* [DATA SECTION]
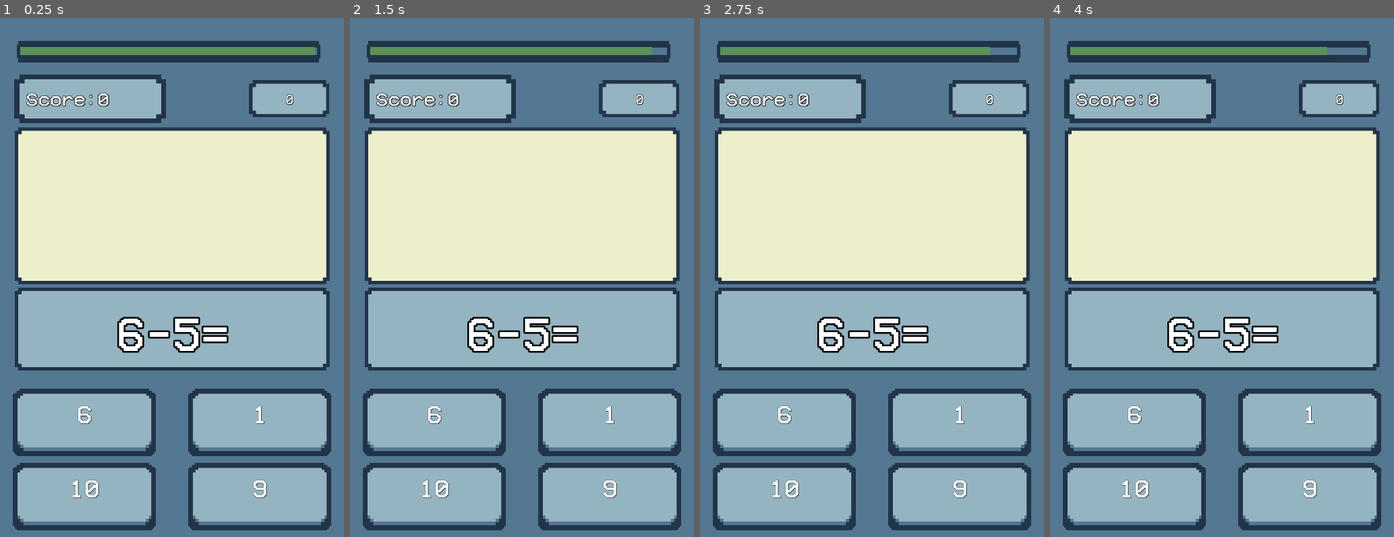
Above: before the commit, frames 1-4 (left to right).
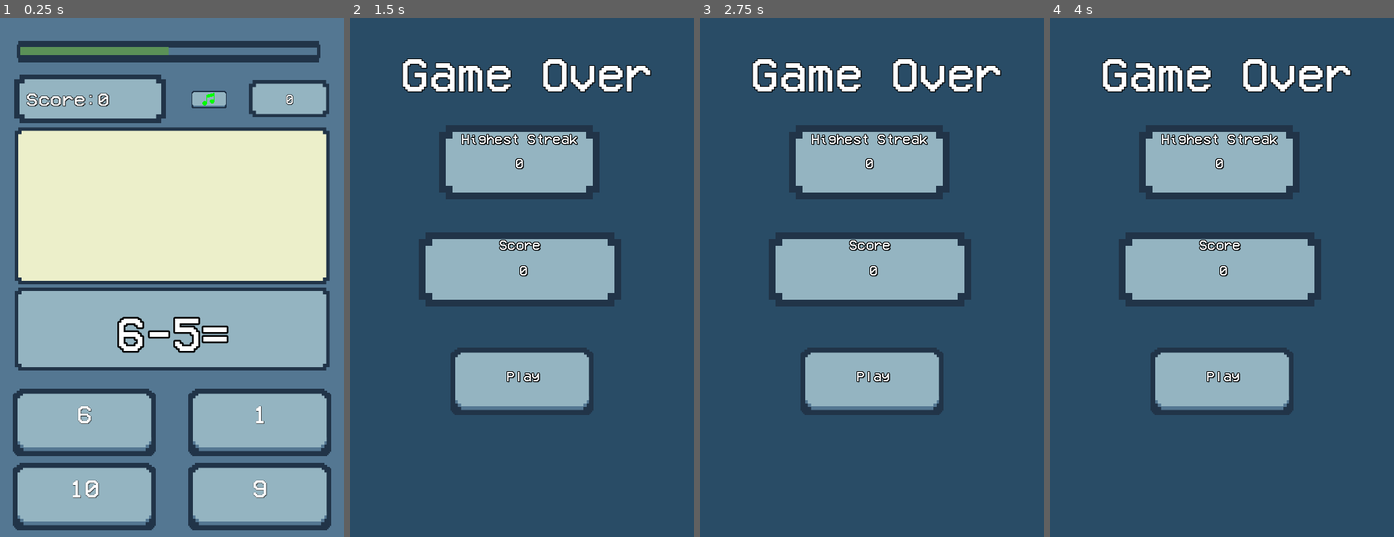
Above: after the commit, the same moments.

Repository: fnandoth/MathBreeze
Game: Godot game, scene res://scenes/game.tscn
Same seed, same stepped clock (60 frames per second), same inputs: the game is played once before the commit and once after it. This scene is started directly instead of the project's main scene.
Inputs:
- Up to frame 1 (0.25 s): no input
- Up to frame 2 (1.5 s): tap Enter at 1.25 s
- Up to frame 3 (2.75 s): tap Space at 2 s
- Up to frame 4 (4 s): tap Enter at 2.75 s; tap Space at 3.5 s

The runs differ from the first frame. In frame 1, 1.0% of the frame differs, in the area x 49-92%, y 5-18%; in frame 2, 97%, in the area x 0-100%, y 0-100%; in frame 3, 97%; in frame 4, 97%.

Commit message:
clean code, added animation bar and make some changes in the sound

Diff:
--- a/project.godot
+++ b/project.godot
@@ -26,4 +26,8 @@
 
 window/size/viewport_width=510
 window/size/viewport_height=770
-window/size/borderless=true
+
+[rendering]
+
+renderer/rendering_method="gl_compatibility"
+renderer/rendering_method.mobile="gl_compatibility"
--- a/scenes/charge.tscn
+++ b/scenes/charge.tscn
@@ -1,8 +1,46 @@
-[gd_scene load_steps=4 format=3 uid="uid://dv4bq23v62jvh"]
+[gd_scene load_steps=7 format=3 uid="uid://dv4bq23v62jvh"]
 
 [ext_resource type="Script" uid="uid://ce3j4u2jvqvrg" path="res://scripts/ProgresBar.gd" id="1_25ywb"]
 [ext_resource type="Texture2D" uid="uid://bmnheibbqicn0" path="res://img/capsula.png" id="1_jyajj"]
 [ext_resource type="Texture2D" uid="uid://deehgsmelaybv" path="res://img/barra.png" id="2_25ywb"]
+
+[sub_resource type="Animation" id="Animation_25ywb"]
+resource_name = "shake"
+length = 0.8
+loop_mode = 1
+tracks/0/type = "value"
+tracks/0/imported = false
+tracks/0/enabled = true
+tracks/0/path = NodePath("Capsule:rotation")
+tracks/0/interp = 1
+tracks/0/loop_wrap = true
+tracks/0/keys = {
+"times": PackedFloat32Array(0, 0.2, 0.4, 0.6, 0.8),
+"transitions": PackedFloat32Array(1, 1, 1, 1, 1),
+"update": 0,
+"values": [0.0, 0.0349066, 0.0, -0.0349066, 0.0]
+}
+
+[sub_resource type="Animation" id="Animation_76xf2"]
+length = 0.001
+tracks/0/type = "value"
+tracks/0/imported = false
+tracks/0/enabled = true
+tracks/0/path = NodePath("Capsule:rotation")
+tracks/0/interp = 1
+tracks/0/loop_wrap = true
+tracks/0/keys = {
+"times": PackedFloat32Array(0),
+"transitions": PackedFloat32Array(1),
+"update": 0,
+"values": [0.0]
+}
+
+[sub_resource type="AnimationLibrary" id="AnimationLibrary_cwcfk"]
+_data = {
+&"RESET": SubResource("Animation_76xf2"),
+&"shake": SubResource("Animation_25ywb")
+}
 
 [node name="Charge" type="Node2D"]
 script = ExtResource("1_25ywb")
@@ -16,3 +54,8 @@
 scale = Vector2(0.999664, 1.07371)
 texture = ExtResource("2_25ywb")
 centered = false
+
+[node name="Shake" type="AnimationPlayer" parent="."]
+libraries = {
+&"": SubResource("AnimationLibrary_cwcfk")
+}
--- a/scenes/game.tscn
+++ b/scenes/game.tscn
@@ -10,6 +10,8 @@
 [ext_resource type="Texture2D" uid="uid://bkpkvlaw4u3am" path="res://img/ui/racha.png" id="5_vtaks"]
 [ext_resource type="PackedScene" uid="uid://dv4bq23v62jvh" path="res://scenes/charge.tscn" id="6_gee14"]
 [ext_resource type="AudioStream" uid="uid://j4gbophubk5d" path="res://sound/514159__edwardszakal__distorted-beep-incorrect.mp3" id="6_u5sy4"]
+[ext_resource type="AudioStream" uid="uid://hvw0wywdcnsv" path="res://sound/Pixel.MP3" id="11_kvpfn"]
+[ext_resource type="PackedScene" uid="uid://ckr5lmmgvrgb2" path="res://scenes/music.tscn" id="12_dinhu"]
 
 [sub_resource type="LabelSettings" id="LabelSettings_iywne"]
 font = ExtResource("3_lnu2h")
@@ -159,3 +161,12 @@
 
 [node name="Incorrect" type="AudioStreamPlayer2D" parent="."]
 stream = ExtResource("6_u5sy4")
+
+[node name="BgMusic" type="AudioStreamPlayer" parent="."]
+stream = ExtResource("11_kvpfn")
+autoplay = true
+parameters/looping = true
+
+[node name="MusicBtn" parent="." instance=ExtResource("12_dinhu")]
+position = Vector2(310, 121)
+scale = Vector2(0.5, 0.5)
--- /dev/null
+++ b/scenes/music.tscn
@@ -0,0 +1,96 @@
+[gd_scene load_steps=8 format=3 uid="uid://ckr5lmmgvrgb2"]
+
+[ext_resource type="Script" uid="uid://b531yi5o6up3w" path="res://scripts/music.gd" id="1_ejojg"]
+[ext_resource type="Texture2D" uid="uid://pdxvbsvbgxin" path="res://img/btn/buttom-b.png" id="2_mobtd"]
+[ext_resource type="Texture2D" uid="uid://ci7xyv0nph8yi" path="res://img/btn/topbb.png" id="3_keplp"]
+[ext_resource type="Texture2D" uid="uid://fmfwmnubsvsj" path="res://img/musicW.png" id="4_ejojg"]
+
+[sub_resource type="Animation" id="Animation_1bdt2"]
+length = 0.001
+tracks/0/type = "value"
+tracks/0/imported = false
+tracks/0/enabled = true
+tracks/0/path = NodePath(".:position")
+tracks/0/interp = 1
+tracks/0/loop_wrap = true
+tracks/0/keys = {
+"times": PackedFloat32Array(0),
+"transitions": PackedFloat32Array(1),
+"update": 0,
+"values": [Vector2(0, 8)]
+}
+
+[sub_resource type="Animation" id="Animation_i7y4x"]
+resource_name = "press"
+length = 0.3
+tracks/0/type = "value"
+tracks/0/imported = false
+tracks/0/enabled = true
+tracks/0/path = NodePath(".:position")
+tracks/0/interp = 1
+tracks/0/loop_wrap = true
+tracks/0/keys = {
+"times": PackedFloat32Array(0, 0.15, 0.3),
+"transitions": PackedFloat32Array(1, 1, 1),
+"update": 0,
+"values": [Vector2(0, 8), Vector2(0, 20), Vector2(0, 8)]
+}
+
+[sub_resource type="AnimationLibrary" id="AnimationLibrary_8m7bo"]
+_data = {
+&"RESET": SubResource("Animation_1bdt2"),
+&"press": SubResource("Animation_i7y4x")
+}
+
+[node name="Node" type="Node2D"]
+script = ExtResource("1_ejojg")
+
+[node name="Base" type="Sprite2D" parent="."]
+scale = Vector2(0.25, 0.245)
+texture = ExtResource("2_mobtd")
+
+[node name="Topbb" type="Sprite2D" parent="Base"]
+position = Vector2(0, 8)
+texture = ExtResource("3_keplp")
+
+[node name="MusicIcon" type="TextureRect" parent="Base/Topbb"]
+offset_left = -80.0
+offset_top = -89.6327
+offset_right = 432.0
+offset_bottom = 422.367
+scale = Vector2(0.3, 0.3)
+texture = ExtResource("4_ejojg")
+
+[node name="press" type="AnimationPlayer" parent="Base"]
+root_node = NodePath("../Topbb")
+libraries = {
+&"": SubResource("AnimationLibrary_8m7bo")
+}
+
+[node name="Control" type="Control" parent="Base"]
+layout_mode = 3
+anchors_preset = 15
+anchor_right = 1.0
+anchor_bottom = 1.0
+offset_left = -211.5
+offset_top = -102.5
+offset_right = -211.5
+offset_bottom = -102.5
+grow_horizontal = 2
+grow_vertical = 2
+metadata/_edit_use_anchors_ = true
+
+[node name="Button" type="Button" parent="Base/Control"]
+modulate = Color(1, 1, 1, 0)
+self_modulate = Color(1, 1, 1, 0)
+layout_mode = 1
+anchors_preset = -1
+anchor_left = -0.00118203
+anchor_top = 0.00223994
+anchor_right = 0.998818
+anchor_bottom = 1.00224
+grow_horizontal = 2
+grow_vertical = 2
+metadata/_edit_use_anchors_ = true
+
+[connection signal="pressed" from="Base/Control/Button" to="." method="_on_button_pressed"]
--- a/scripts/ProgresBar.gd
+++ b/scripts/ProgresBar.gd
@@ -5,8 +5,9 @@
 
 @onready var CapsuleSprite = $Capsule
 @onready var BarSprite = $Capsule/Bar
+@onready var Aplayer = $Shake
+
 var TweenAnim: Tween
-var ShakeTween: Tween
 
 var TiempoTotal: float = 30.0
 var TiempoActual: float = 30.0
@@ -16,8 +17,6 @@
 var ShakeActivo: bool = false
 var RotacionOriginal: float = 0.0
 var UmbralShake: float = 15.0
-var MaxRotacion: float = 2.5
-var FrecuenciaShake: float = 1.5  # Frecuencia fija
 
 
 func _ready():
@@ -50,29 +49,12 @@
 
 func IniciarShake():
 	ShakeActivo = true
-	if ShakeTween:
-		ShakeTween.kill()
-	CrearTweenOscilacion()
-
-
-func CrearTweenOscilacion():
-	ShakeTween = create_tween()
-	ShakeTween.set_loops()
-
-	# Oscilación continua con frecuencia fija
-	ShakeTween.tween_property(CapsuleSprite, "rotation_degrees",
-		RotacionOriginal + MaxRotacion, 0.5 / FrecuenciaShake).set_trans(Tween.TRANS_SINE).set_ease(Tween.EASE_IN_OUT)
-	ShakeTween.tween_property(CapsuleSprite, "rotation_degrees",
-		RotacionOriginal - MaxRotacion, 1.0 / FrecuenciaShake).set_trans(Tween.TRANS_SINE).set_ease(Tween.EASE_IN_OUT)
-	ShakeTween.tween_property(CapsuleSprite, "rotation_degrees",
-		RotacionOriginal, 0.5 / FrecuenciaShake).set_trans(Tween.TRANS_SINE).set_ease(Tween.EASE_IN_OUT)
+	Aplayer.play("shake")
 
 
 func DetenerShake():
 	ShakeActivo = false
-	if ShakeTween:
-		ShakeTween.kill()
-		ShakeTween = null
+	Aplayer.stop()
 
 	var RestoreTween = create_tween()
 	RestoreTween.tween_property(CapsuleSprite, "rotation_degrees", RotacionOriginal, 0.2)
--- a/scripts/game.gd
+++ b/scripts/game.gd
@@ -7,6 +7,8 @@
 @onready var History = $UI/Control/BoxHistory
 @onready var Charger = $Charge
 @onready var StreakLabel = $UI/TopBar/Streak/StreakLabel
+@onready var Music = $BgMusic
+@onready var MusicIcon: TextureRect = $MusicBtn/Base/Topbb/MusicIcon
 
 # Options (buttons)
 @onready var Option1Label = $UI/GridContainer/Option1/Base/Topbb/Label
@@ -23,18 +25,19 @@
 var TimeLeft: float = 30.0
 var LineHeight := 48
 #var StrakeCount: int = 0
+var MusicState: bool = true
 
 # Animation states
 var IsAnswerProcessing: bool = false
 var FeedbackTween: Tween
 var NextProblemReady: bool = true
 
-# Pre-generation variables
 var NextProblemData: Dictionary
 var NextOptionsData: Array
 
 
 func _ready():
+	MusicIcon.modulate = Color(0, 1, 0)
 	StartNewGame()
 	Charger.TiempoAgotado.connect(OnTiempoAgotado)
 
@@ -59,7 +62,7 @@
 	PreGenerateNextProblem()
 	DisplayCurrentProblem()
 
-	Charger.EstablecerTiempoTotal(30.0)
+	Charger.EstablecerTiempoTotal(0.5)
 	Charger.ReiniciarTiempo()
 
 
@@ -99,6 +102,14 @@
 func GameOver():
 	get_tree().change_scene_to_file("res://scenes/game_over.tscn")
 
+func StopMusic():
+	if MusicState:
+		Music.stop()
+		MusicIcon.modulate = Color.BLACK
+	else:
+		Music.play()
+		MusicIcon.modulate = Color.GREEN
+	MusicState = !MusicState
 
 func OnOptionSelected(SelectedValue: String):
 	if IsAnswerProcessing:
@@ -118,7 +129,7 @@
 		Global.Score += 1
 		Global.Streak += 1
 		CorrectSound.play()
-		Charger.AgregarTiempoExtra(0.5)
+		Charger.AgregarTiempoExtra(10.0)
 	else:
 		if Global.Streak > Global.HighestScore:
 			Global.HighestStreak = Global.Streak
--- /dev/null
+++ b/scripts/music.gd
@@ -0,0 +1,40 @@
+extends Node2D
+
+@onready var animation = $Base/press
+
+var IsButtonLocked: bool = false
+const MinimalCooldownTime: float = 0.05
+var CooldownTimer: Timer
+
+
+func _ready():
+	CooldownTimer = Timer.new()
+	add_child(CooldownTimer)
+	CooldownTimer.one_shot = true
+	CooldownTimer.timeout.connect(_on_cooldown_end)
+
+
+func _on_button_pressed():
+	if IsButtonLocked:
+		return
+	animation.play("press")
+	var GameNode = get_parent().StopMusic()
+
+	start_minimal_cooldown()
+
+
+
+func start_minimal_cooldown():
+	IsButtonLocked = true
+	CooldownTimer.start(MinimalCooldownTime)
+
+
+func _on_cooldown_end():
+	IsButtonLocked = false
+
+
+func _on_button_pressed_instant():
+	var GameNode = get_parent().get_parent().get_parent()
+	if GameNode.IsAnswerProcessing:
+		return
+	animation.play("press")
Not shown, changed: export_presets.cfg
Not shown, added: img/music.png.import
Binary file added: img/musicW.png
Not shown, added: img/musicW.png.import
Not shown, added: img/ui/musical-note.svg.import
Not shown: 1 places in scenes/game.tscn that only renumber resources
Not shown, added: scripts/music.gd.uid
Not shown, added: sound/Pixel.MP3.import
Not shown, added: builds/win/mathbreeze.exe
Not shown, added: builds/win/mathbreeze.pck
Not shown, added: img/ui/CrystalDiskInfo9_7_2.exe
Not shown, added: img/ui/CrystalMarkRetro2_0_6Ads.exe
(and 1 more such lines)

* [INSTRUCTIONS FOR THE TASK] Provide an exact copy of only the lines from the beginning of the entries through the line containing "Game: Godot game, scene", both ends included, with no pictures.

* [EXERCISE OUTPUT]
Above: before the commit, frames 1-4 (left to right).
Above: after the commit, the same moments.

Repository: fnandoth/MathBreeze
Game: Godot game, scene res://scenes/game.tscn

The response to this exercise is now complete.